The golden ratio comes up in unexpected places. This post will show how the sines and cosines of some special angles can be expressed in terms of the golden ratio and its complement.
Recall the golden ratio is
φ = (1 + √ 5)/2
and the complementary golden ratio is
φ’ = (1 – √ 5)/2.
The derivation begins by solving the trigonometric equation
sin 2θ = cos 3θ
in two different ways. To make the solution unique, we look for the smallest positive solution.
First, note that the sine of an angle is the cosine of its complement, i.e.
sin(x) = cos(π/2 – x).
So our equation can be written as
cos(π/2 – 2θ) = cos 3θ.
The smallest positive solution satisfies π/2 – 2θ = 3θ, and so θ = π/10 or 18°.
Now let’s solve the same equation another way.
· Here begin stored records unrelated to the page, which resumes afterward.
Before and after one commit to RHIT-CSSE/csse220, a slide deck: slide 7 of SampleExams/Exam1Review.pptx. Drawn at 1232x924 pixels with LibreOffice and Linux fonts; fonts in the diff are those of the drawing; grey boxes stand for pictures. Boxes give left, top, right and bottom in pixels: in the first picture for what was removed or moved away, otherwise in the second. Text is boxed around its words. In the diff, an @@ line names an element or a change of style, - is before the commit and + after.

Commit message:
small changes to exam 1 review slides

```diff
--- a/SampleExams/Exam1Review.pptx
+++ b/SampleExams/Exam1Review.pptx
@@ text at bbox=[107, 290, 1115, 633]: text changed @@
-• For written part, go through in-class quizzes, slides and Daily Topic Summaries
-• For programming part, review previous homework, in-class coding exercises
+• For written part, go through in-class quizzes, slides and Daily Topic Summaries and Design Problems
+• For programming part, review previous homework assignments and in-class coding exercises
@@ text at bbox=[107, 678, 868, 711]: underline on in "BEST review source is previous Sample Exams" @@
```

First, we use the double and triple angle identities.
sin 2θ = 2 sin θ cos θ
cos 3θ = 4 cos3 θ – 3 cos θ
Set the two equations above equal to each other and divide by cos θ. Then we have
4 cos2 θ – 3 = 2 sin θ.
Substitute 1 – sin2 θ for cos2 θ and the result is a quadratic equation in sin θ:
4 sin2 θ + 2 sin θ – 1 = 0.
From the quadratic equation, the solutions are sin θ = (-1 ± √ 5)/2. The positive solution is
sin θ = (-1 + √ 5)/2 = -φ’/2.
Setting the solutions obtained from both methods equal to each other,
sin π/10 = sin 18°= -φ’/2.
We can now use common trig identities and the above result to express the sines and cosines of other angles in terms of φ. Switching to degrees will make the following a little easier to read.
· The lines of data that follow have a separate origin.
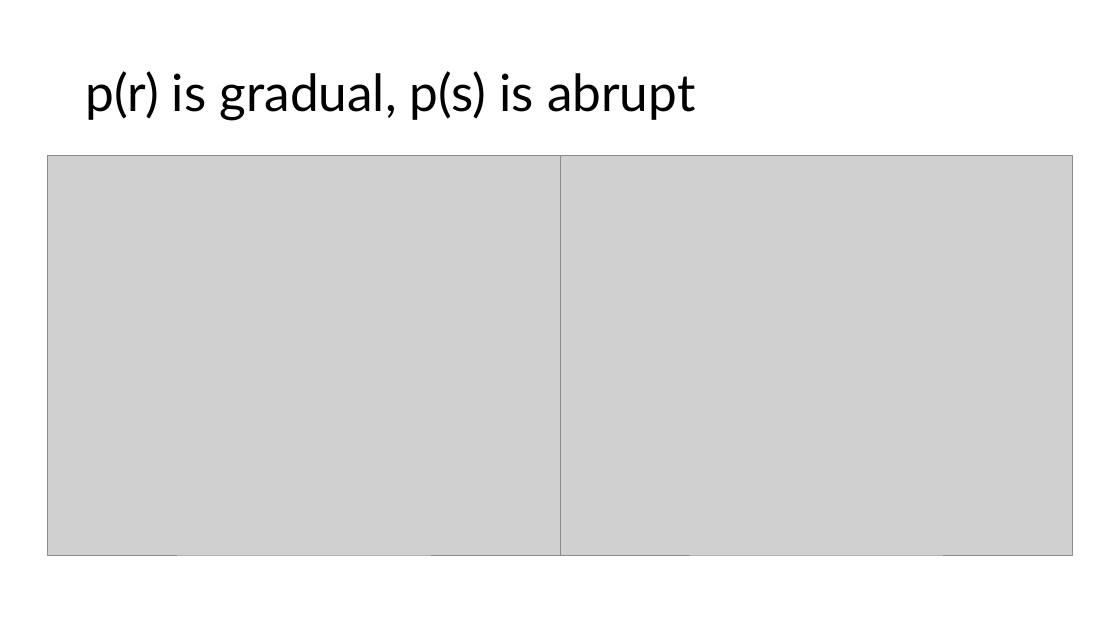
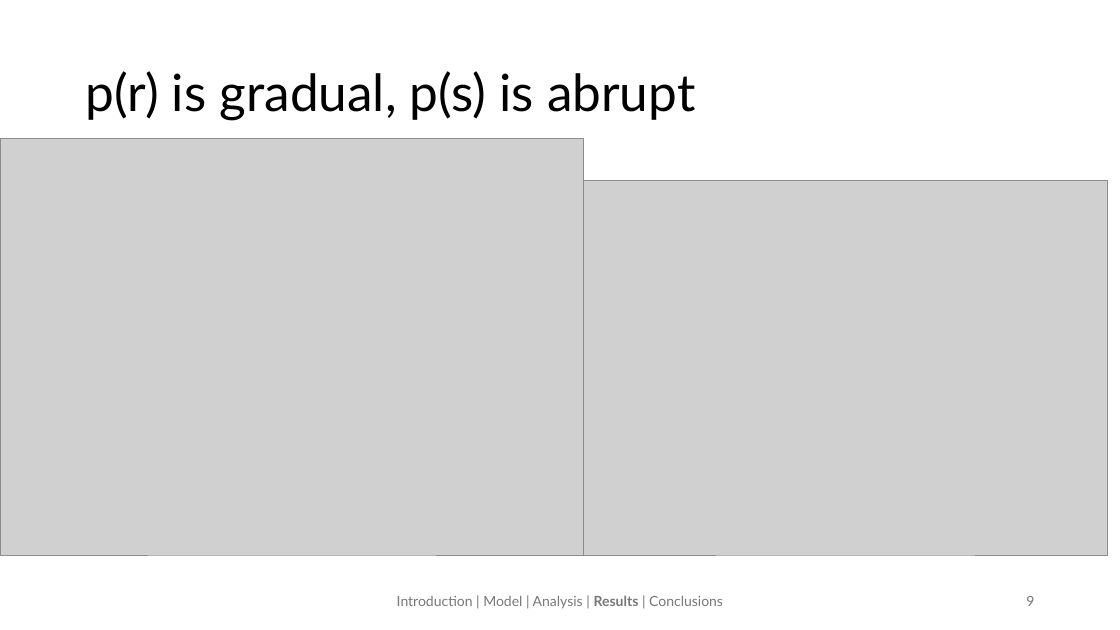
Before and after one commit to langemk/THEE-Coevolution-HGT, a slide deck: slide 9 of presentations/phages_final.pptx (slide 4 before the commit). Drawn at 1120x630 pixels with LibreOffice and Linux fonts; fonts in the diff are those of the drawing; grey boxes stand for pictures. Boxes give left, top, right and bottom in pixels: in the first picture for what was removed or moved away, otherwise in the second. Text is boxed around its words. In the diff, an @@ line names an element or a change of style, - is before the commit and + after.

```diff
--- a/presentations/phages_final.pptx
+++ b/presentations/phages_final.pptx
@@ picture: place and size @@
-picture at bbox=[48, 155, 560, 555]
+picture at bbox=[0, 139, 584, 555]
@@ picture: place and size @@
-picture at bbox=[560, 155, 1073, 555]
+picture at bbox=[584, 181, 1108, 555]
@@ text added at bbox=[397, 595, 723, 609], 12 pt, text #797979 @@
+Introduction | Model | Analysis | Results | Conclusions
@@ page number added at bbox=[1026, 596, 1034, 606], 12 pt, text #797979 @@
+9
```
Also in this commit, not shown: 1 other slide changed, 11 slides added, 3 slides removed, 2 other files.

We know sin 18° = -φ’/2, and so cos 72° = -φ’/2. We can use the sum angle identities to express the sine and cosine of every multiple of 18° in terms of φ. Also, we could apply the half angle identities to express the sine of cosine of 9° in terms of φ, and then again by addition formula we could extend this to all multiples of 9°.
This post was an expanded form of a derivation given in The Divine Proportion.